The emissary paid them little heed, merely holding out his gnarled staff threateningly as he passed among them. They backed off, making angry thrumming noises from deep in their throats, like dogs confronted with a clearly superior hound and salvaging what little of their dignity they could as they pulled their tails between their legs. Bregan was amazed, and found himself disconcerted to be so universally ignored.

Did they see him as a darkspawn, now? So full of corruption running through his veins that he wasn’t even distinguishable as a Grey Warden? That idea disturbed him far more.

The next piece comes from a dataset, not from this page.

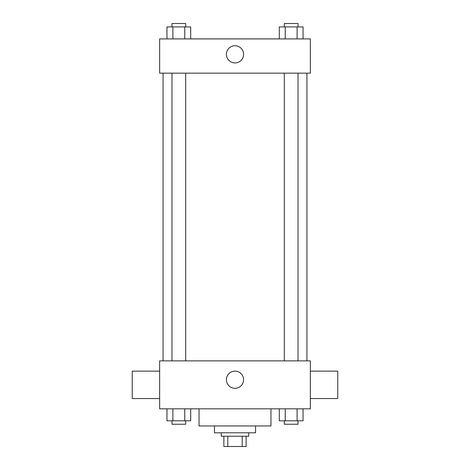 <?xml version="1.0" encoding="UTF-8"?>
<svg xmlns="http://www.w3.org/2000/svg" width="470" height="470" viewBox="0 0 470 470"><rect width="100%" height="100%" fill="white"/><g stroke="black" fill="none" stroke-linecap="round" stroke-linejoin="round"><path stroke-width="0.7" d="M242.209 436.225L242.209 446.5L223.867 446.5L223.867 436.225M242.209 446.5L246.133 446.5L246.133 436.225L246.133 446.5M248.701 432.799L248.701 436.225L221.3 436.225L221.3 432.799M227.791 436.225L227.791 446.5M255.551 425.949L255.551 432.799L214.449 432.799L214.449 425.949M270.961 408.824L270.961 425.949L199.039 425.949L199.039 408.824M310.353 408.824L159.647 408.824L159.647 360.872L310.353 360.872L310.353 408.824M243.589 379.713A8.589 8.589 0 0 1 230.705 387.151A8.589 8.589 0 0 1 230.705 372.269A8.589 8.589 0 0 1 243.589 379.713M310.353 398.548L337.754 398.548L337.754 371.147L310.353 371.147M159.647 371.147L132.246 371.147L132.246 398.548L159.647 398.548M306.928 73.161L306.928 360.872M284.321 360.872L284.321 73.161M185.679 73.161L185.679 360.872M310.353 73.161L159.647 73.161L159.647 38.91L310.353 38.91L310.353 73.161M243.589 54.326A8.589 8.589 0 0 1 230.705 61.764A8.589 8.589 0 0 1 230.705 46.888A8.589 8.589 0 0 1 243.589 54.326M303.038 38.91L303.038 26.925L279.309 26.925L279.309 38.91M297.105 26.925L297.105 38.91M285.237 26.925L285.237 38.91M284.321 26.925L284.321 23.5L298.021 23.5L298.021 26.925M190.691 38.91L190.691 26.925L166.962 26.925L166.962 38.91M184.763 26.925L184.763 38.91M172.895 26.925L172.895 38.91M171.979 26.925L171.979 23.5L185.679 23.5L185.679 26.925M303.038 408.824L303.038 420.815L279.309 420.815L279.309 408.824M297.105 408.824L297.105 420.815M285.237 408.824L285.237 420.815M298.021 420.815L298.021 424.24L284.321 424.24L284.321 420.815M190.691 408.824L190.691 420.815L166.962 420.815L166.962 408.824M184.763 408.824L184.763 420.815M172.895 408.824L172.895 420.815M185.679 420.815L185.679 424.24L171.979 424.24L171.979 420.815M163.072 73.161L163.072 360.872M298.021 360.872L298.021 73.161M171.979 73.161L171.979 360.872"/></g></svg>

After a time, Bregan began to perceive that they were moving upward. They climbed a long flight of stairs, an ascent that left him gasping and shaking with exhaustion, and then entered a long tunnel that seemed to slope toward the surface. The stone there was mostly still free from the darkspawn taint, and he began to wonder just how far they had traveled. He had the impression that the dwarven ruins remained unbroken around them, that they had not moved into natural caverns, but who could truly say how far such ruins spread? Some of the oldest thaigs, according to the dwarven Shaperate, had been larger than Orzammar itself. Now they were all part of the festering underground world occupied by the darkspawn.